Our Legislative Reception to kick off Week on the Hill takes place Feb. 25 at the Musicians Hall of Fame and Museum in Nashville.

Last fall, LaunchTN hosted seven Startup Policy Workshops, from Memphis to Kingsport, focused on two goals: to educate Tennessee entrepreneurs and ecosystem builders on engaging politically with lawmakers, and to explore how these relationships can impact startups and drive business growth.

As we prepare for next week’s kickoff of Innovation and Entrepreneurship Week on the Hill, where entrepreneurs, support organizations, and Tennessee state legislators gather to discuss the issues most relevant to new business creation, we look back at our workshop at The Biz Foundry in Cookeville.

Our panelists discussed topics including opportunities for policy engagement, for both rural and metro area entrepreneurs. The conversation also explored the intersection of “town and gown” between a university’s talent pipeline and its local and regional businesses, and how favorable policy can allow universities to be agile in adapting to the talent needs of emerging industries.

Our guest panelists:
Kevin Christopher
is an IP attorney and Principal with Rockridge Venture Law, supports coders to creatives with intellectual property needs. He has worked with both Nobel and Grammy winners, and commercialized over $1B in public-private R&D assets.

Dr. Philip Oldham has served as President of Tennessee Tech University since July 2012. His tenure has seen the expansion of assistance to veterans and servicemembers, the establishment of a cybersecurity concentration in computer science, and a reduction in class sizes to an 18:1 student-to-faculty ratio.

George Halford’s tenure as Cookeville-Putnam County Chamber President came to an end after 2019, but his 16 years of leadership with the Chamber saw achievements such as the launch of the Highlands Economic Partnership in 2006, workforce development, and education.

Following is a lightly edited recap of the discussion.

What would you say to a student, small business owner, or client who is skeptical about engaging in policy and government?

Kevin Christopher: Whether it’s an entrepreneur’s second or third venture, a business later in their career or during their time as a student, entrepreneurs come from all walks of life. As a result, there’s a great range of life experience among entrepreneurs, but often the less life experience you have, the less you know about how policy works and why it’s impactful. Often you don’t know what you need until it hits you in the face, and then you’re scrambling.

What you have to remember is that policy works behind the pace of business and technology, and our firm is focused on trying to adapt policies with how business is changing. For example, there’s new services you can offer with telemedicine or telenutrition that are set up to prosper with the available technology, but the policies surrounding them may be way behind.

By engaging with local or state policymakers early, you can find out who can be your advocate down the road. Remember, legislators at the state level are working part time, and do not have full-time staff. Sometimes there’s less bandwidth among legislators to engage with these sorts of topics, so finding your champion can help, and having that existing relationship can be critical.

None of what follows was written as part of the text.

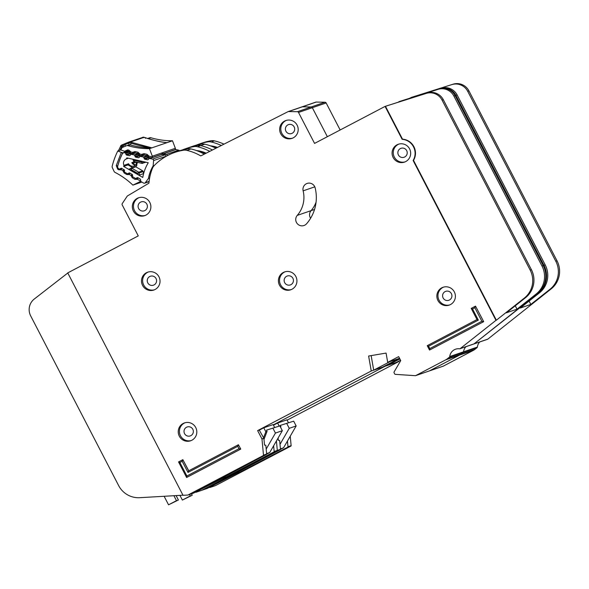 <?xml version="1.0" encoding="UTF-8"?>
<svg xmlns="http://www.w3.org/2000/svg" width="589" height="589" viewBox="0 0 589 589"><rect width="100%" height="100%" fill="white"/><g stroke="black" fill="none" stroke-linecap="round" stroke-linejoin="round"><path stroke-width="0.88" d="M163.101 153.788A0.898 0.883 71.1 0 1 163.124 153.781L175.404 149.562A0.898 0.883 -108.9 0 1 175.883 149.54L178.629 150.166A1.347 1.325 71.1 0 1 179.498 150.806M167.394 155.636A1.347 1.325 -108.9 0 0 166.348 154.377L163.602 153.751A0.898 0.883 71.1 0 0 163.124 153.781M212.843 146.801A30.576 30.076 71.1 0 1 216.818 147.773M273.465 425.214L277.596 423.049L286.961 419.832L288.433 422.681M191.477 493.825L192.22 495.253L188.892 496.785L190.299 495.909L189.562 494.488M280.46 449.414L283.559 447.787L296.157 425.95L293.675 421.164L280.268 425.42L280.887 426.613L280.327 426.811M277.596 423.049L279.179 426.105M192.22 495.253L182.369 500.068L179.939 495.371M283.559 447.787L280.416 448.862M182.369 500.068L190.299 495.909M280.268 425.42L293.675 421.164M280.607 427.349L280.887 426.613M279.996 444.364L289.251 428.321L286.769 423.535M296.157 425.95L289.251 428.321M459.943 348.754A0.898 0.883 -108.9 0 0 460.2 348.614L495.975 320.335L413.125 160.502A13.937 13.709 -108.9 0 0 402.14 139.313L385.081 106.41L314.563 143.407L298.513 112.447A1.347 1.325 -108.9 0 0 297.349 111.719L288.566 111.549A1.347 1.325 -108.9 0 0 287.955 111.696L200.775 155.916A50.809 49.977 -108.9 0 0 186.787 150.357A8.99 8.842 -108.9 0 0 183.385 150.239A53.96 53.069 -108.9 0 0 174.918 152.374A53.96 53.069 -108.9 0 0 154.274 165.516A8.99 8.842 -108.9 0 0 152.418 168.38A50.809 49.977 -108.9 0 0 148.936 183.172L127.563 195.865A1.347 1.325 -108.9 0 0 127.143 196.262L122.284 203.551A1.347 1.325 -108.9 0 0 122.21 204.935L138.26 235.894L67.735 272.891L183.024 495.305L187.884 495.062L263.261 455.569A0.449 0.442 -108.9 0 0 263.489 455.135L261.98 439.077A0.449 0.442 -108.9 0 0 261.928 438.908L257.629 430.611L371.247 371.004L368.626 356.036L386.075 353.076L387.702 362.375L398.672 356.617L400.741 360.608L394.115 371.909A0.898 0.883 -108.9 0 0 394.093 372.785L394.659 373.882A0.898 0.883 -108.9 0 0 395.396 374.368L415.414 375.679A0.449 0.442 -108.9 0 0 415.643 375.635L445.763 359.827A8.99 8.842 -108.9 0 0 447.125 358.944L449.4 357.148A0.898 0.883 -108.9 0 0 449.731 356.551A8.99 8.842 71.1 0 1 459.545 348.791A0.898 0.883 -108.9 0 0 459.943 348.754L473.762 344.013A0.898 0.883 -108.9 0 0 473.88 343.954A0.898 0.883 -108.9 0 1 473.762 344.013L487.582 339.271A0.898 0.883 -108.9 0 0 487.839 339.124L551.186 288.875A22.485 22.11 71.1 0 0 555.442 284.413A22.485 22.11 71.1 0 0 557.039 260.853L468.932 90.883A13.488 13.267 71.1 0 0 453.11 84.19L411.107 97.48L453.11 84.19M314.541 209.456L311.073 210.648A6.295 6.192 -108.9 0 0 310.594 218.269A6.295 6.192 71.1 0 1 311.073 210.648A27.425 26.976 -108.9 0 0 316.065 202.189A27.425 26.976 71.1 0 1 311.073 210.648L297.254 215.39A6.295 6.192 -108.9 0 0 304.822 225.153A6.295 6.192 -108.9 0 0 306.604 223.746A40.015 39.36 -108.9 0 0 315.167 187.935A6.295 6.192 -108.9 0 0 307.105 183.437A6.295 6.192 -108.9 0 0 303.129 190.843A27.425 26.976 71.1 0 1 297.254 215.39M398.908 101.676L439.291 88.932A13.488 13.267 71.1 0 1 455.113 95.624L543.22 265.595A22.485 22.11 71.1 0 1 541.622 289.155A22.485 22.11 71.1 0 1 537.367 293.616L474.02 343.866L538.14 293.351A22.485 22.11 -108.9 0 0 543.986 265.33L455.886 95.359A13.488 13.267 -108.9 0 0 440.057 88.667L398.9 101.669M340.155 129.978L326.151 102.965L312.332 107.706L327.359 136.692L312.332 107.706A1.347 1.325 -108.9 0 0 311.169 106.97L302.385 106.808A1.347 1.325 -108.9 0 0 301.774 106.948M215.927 148.229A50.809 49.977 -108.9 0 0 204.751 144.187L200.606 145.608A50.809 49.977 -108.9 0 1 212.452 149.989A50.809 49.977 -108.9 0 0 200.606 145.608A8.99 8.842 -108.9 0 0 197.205 145.498A53.96 53.069 -108.9 0 0 188.738 147.633L185.513 148.745A53.96 53.069 71.1 0 1 193.98 146.609A8.99 8.842 71.1 0 1 197.381 146.72A50.809 49.977 71.1 0 1 209.743 151.366M278.126 437.995L278.347 440.358L279.642 440.491L280.46 449.311A0.449 0.442 -108.9 0 1 280.224 449.746L207.461 488.34L201.703 490.32L277.08 450.828A0.449 0.442 -108.9 0 0 277.309 450.394L276.425 440.947L277.309 450.394L274.165 451.476L273.627 445.785M287.123 420.148L398.886 361.521L385.066 366.262L273.303 424.89L385.066 366.262L384.992 365.857L385.066 366.262L371.247 371.004M429.337 370.93A0.449 0.442 -108.9 0 0 429.462 370.886L459.582 355.086A8.99 8.842 -108.9 0 0 460.944 354.203L463.219 352.406A0.898 0.883 -108.9 0 0 463.55 351.81A8.99 8.842 71.1 0 1 465.943 346.693A8.99 8.842 71.1 0 0 463.55 351.81L449.731 356.551M487.839 339.124L474.02 343.866A0.898 0.883 -108.9 0 1 473.88 343.954A0.898 0.883 -108.9 0 0 474.02 343.866L460.2 348.614M399.298 101.558L441.286 88.247A13.488 13.267 71.1 0 1 457.116 94.939L545.215 264.91A22.485 22.11 71.1 0 1 539.362 292.932L520.242 308.054L530.836 304.417L549.957 289.295A22.485 22.11 -108.9 0 0 554.212 284.833A22.485 22.11 -108.9 0 0 555.81 261.273L467.71 91.31A13.488 13.267 -108.9 0 0 451.881 84.61M529.091 301.053L530.836 304.417M409.716 98.208L412.727 96.935M234.312 473.806L234.503 474.174M238.862 471.421L239.414 472.488L287.749 447.169A0.449 0.442 -108.9 0 0 287.984 446.727L287.447 441.043M236.447 472.687L236.807 473.387L239.414 472.488M236.807 473.387L208.881 487.596M209.765 487.552L215.522 485.579L290.9 446.087A0.449 0.442 -108.9 0 0 291.128 445.652L290.244 436.206M196.144 145.211A53.96 53.069 71.1 0 1 199.332 143.996A53.96 53.069 71.1 0 1 207.799 141.868A8.99 8.842 71.1 0 1 211.201 141.978A50.809 49.977 71.1 0 1 221.317 145.498M223.997 144.136A50.809 49.977 -108.9 0 0 214.425 140.867A8.99 8.842 -108.9 0 0 211.024 140.756A53.96 53.069 -108.9 0 0 202.557 142.891L199.332 143.996M204.751 144.187A8.99 8.842 -108.9 0 0 201.357 144.077A53.96 53.069 -108.9 0 0 192.883 146.212L188.738 147.633A53.96 53.069 -108.9 0 1 197.205 145.498L193.98 146.609M443.156 366.189A0.449 0.442 -108.9 0 0 443.281 366.144L473.401 350.345A8.99 8.842 -108.9 0 0 474.763 349.461L477.046 347.657A0.898 0.883 -108.9 0 0 477.37 347.068A8.99 8.842 71.1 0 1 479.763 341.951M398.886 361.521L398.812 361.116M326.151 102.965A1.347 1.325 -108.9 0 0 324.988 102.228L316.205 102.066A1.347 1.325 -108.9 0 0 315.756 102.14L288.117 111.623M387.378 364.606L387.525 365.423L396.426 362.36L400.535 360.21M217.503 147.427A31.475 30.959 -108.9 0 0 210.28 145.807M399.872 358.937L387.525 365.423M146.396 272.736A9.446 9.284 -108.9 0 0 153.803 290.046A9.446 9.284 -108.9 0 0 159.266 277.441A9.446 9.284 -108.9 0 0 146.396 272.736M154.37 289.832A9.446 9.284 71.1 0 1 147.544 272.346A9.446 9.284 71.1 0 1 148.251 272.008M183.172 423.476A9.446 9.284 -108.9 0 0 190.578 440.793A9.446 9.284 -108.9 0 0 196.041 428.181A9.446 9.284 -108.9 0 0 183.172 423.476M191.145 440.572A9.446 9.284 71.1 0 1 184.32 423.086A9.446 9.284 71.1 0 1 185.034 422.747M283.302 272.486A9.446 9.284 -108.9 0 0 290.708 289.795A9.446 9.284 -108.9 0 0 296.171 277.191A9.446 9.284 -108.9 0 0 283.302 272.486M291.275 289.582A9.446 9.284 71.1 0 1 284.45 272.089A9.446 9.284 71.1 0 1 285.164 271.757M284.553 121.084A9.446 9.284 -108.9 0 0 291.96 138.393A9.446 9.284 -108.9 0 0 297.423 125.788A9.446 9.284 -108.9 0 0 284.553 121.084M292.527 138.172A9.446 9.284 71.1 0 1 285.702 120.686A9.446 9.284 71.1 0 1 286.409 120.347M137.237 198.36A9.446 9.284 -108.9 0 0 144.651 215.67A9.446 9.284 -108.9 0 0 150.114 203.065A9.446 9.284 -108.9 0 0 137.237 198.36M145.218 215.456A9.446 9.284 71.1 0 1 138.393 197.963A9.446 9.284 71.1 0 1 139.1 197.632M441.75 287.83A9.446 9.284 -108.9 0 0 449.157 305.139A9.446 9.284 -108.9 0 0 454.627 292.534A9.446 9.284 -108.9 0 0 441.75 287.83M449.731 304.925A9.446 9.284 71.1 0 1 442.899 287.432A9.446 9.284 71.1 0 1 443.613 287.101M397.015 144.813A9.446 9.284 -108.9 0 0 404.422 162.13A9.446 9.284 -108.9 0 0 409.892 149.518A9.446 9.284 -108.9 0 0 397.015 144.813M404.996 161.909A9.446 9.284 71.1 0 1 398.171 144.423A9.446 9.284 71.1 0 1 398.878 144.084M154.06 284.914A4.719 4.646 71.1 0 1 147.625 282.558A4.719 4.646 71.1 0 1 150.357 276.256A4.719 4.646 71.1 0 1 154.06 284.914M404.687 156.991A4.719 4.646 71.1 0 1 398.245 154.642A4.719 4.646 71.1 0 1 400.976 148.332A4.719 4.646 71.1 0 1 404.687 156.991M449.414 300.007A4.719 4.646 71.1 0 1 442.98 297.659A4.719 4.646 71.1 0 1 445.711 291.349A4.719 4.646 71.1 0 1 449.414 300.007M144.909 210.531A4.719 4.646 71.1 0 1 138.467 208.182A4.719 4.646 71.1 0 1 141.198 201.88A4.719 4.646 71.1 0 1 144.909 210.531M292.218 133.254A4.719 4.646 71.1 0 1 285.783 130.905A4.719 4.646 71.1 0 1 288.514 124.603A4.719 4.646 71.1 0 1 292.218 133.254M290.966 284.656A4.719 4.646 71.1 0 1 284.531 282.308A4.719 4.646 71.1 0 1 287.263 276.005A4.719 4.646 71.1 0 1 290.966 284.656M190.836 435.654A4.719 4.646 71.1 0 1 184.401 433.298A4.719 4.646 71.1 0 1 187.133 426.996A4.719 4.646 71.1 0 1 190.836 435.654M240.791 449.083L238.405 444.732L240.791 449.083L186.617 477.488L178.548 461.923L182.855 459.663L188.752 470.78M481.876 321.27L474.859 307.73L472.54 308.953L478.327 320.121L428.571 346.229L429.801 348.585L481.876 321.27L483.591 321.697L429.521 350.057L483.702 321.653L475.522 306.133L483.702 321.653M385.081 106.41L385.464 106.278L402.523 139.181A13.937 13.709 71.1 0 1 413.507 160.37L496.358 320.202L524.32 298.093A22.485 22.11 -108.9 0 0 530.166 270.071L442.067 100.101A13.488 13.267 -108.9 0 0 426.237 93.408L385.464 106.278L427.467 92.988A13.488 13.267 71.1 0 1 443.296 99.681L531.396 269.652A22.485 22.11 71.1 0 1 525.543 297.673L506.422 312.796L517.017 309.159L536.137 294.036A22.485 22.11 -108.9 0 0 540.393 289.574A22.485 22.11 -108.9 0 0 541.99 266.014L453.891 96.051A13.488 13.267 -108.9 0 0 438.061 89.351L395.896 102.95M515.272 305.794L517.017 309.159M259.852 429.845L259.241 430.058L263.85 438.253A0.449 0.442 71.1 0 1 263.901 438.415L264.527 445.1L265.823 445.232L266.64 454.053A0.449 0.442 -108.9 0 1 266.405 454.494L193.641 493.081L187.884 495.062M220.492 478.548L220.684 478.916M225.042 476.162L225.594 477.23L273.929 451.91A0.449 0.442 -108.9 0 0 274.165 451.476M222.627 477.429L222.988 478.128L225.594 477.23M222.988 478.128L195.062 492.338M280.224 449.746L277.08 450.828L201.703 490.32L195.946 492.294M174.918 152.374L179.063 150.953A53.96 53.069 -108.9 0 1 187.53 148.818A8.99 8.842 -108.9 0 1 190.932 148.929A50.809 49.977 -108.9 0 1 204.287 154.134L204.295 154.127M197.381 146.72L200.606 145.608A8.99 8.842 -108.9 0 0 197.205 145.498L201.357 144.077M182.325 149.952A53.96 53.069 71.1 0 1 185.513 148.745M443.222 366.174L429.403 370.915A0.449 0.442 -108.9 0 0 429.462 370.886L459.582 355.086A8.99 8.842 -108.9 0 0 460.944 354.203L463.219 352.406A0.898 0.883 -108.9 0 0 463.55 351.81L477.37 347.068M273.929 451.91L277.08 450.828A0.449 0.442 -108.9 0 0 277.309 450.394L280.46 449.311M298.513 112.447L312.332 107.706A1.347 1.325 -108.9 0 0 311.169 106.97L302.385 106.808A1.347 1.325 -108.9 0 0 301.936 106.881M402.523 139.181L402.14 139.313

George Halford: Entrepreneurs are the maintenance person and the bookkeeper and marketing person in their jobs, and they’re usually the government affairs people, too. It’s all about creating relationships and understanding the business you’re in, as well as trying to carve out some time early in the process to get to know your public officials so that when you do need them, you already have somewhere to start.

Dr. Philip Oldham: It’s too important not to get involved. However, depending on the nature of the venture, it may be critical to immediately engage or may not be, and obviously as an entrepreneur you have to be strategic on how you spend your time. They may not still print this on lottery tickets, but “you have to be present to win.” You can’t overstate the need to be present and in those meetings. But it takes time to build those relationships, and you do have to gauge as an entrepreneur where your time is best used.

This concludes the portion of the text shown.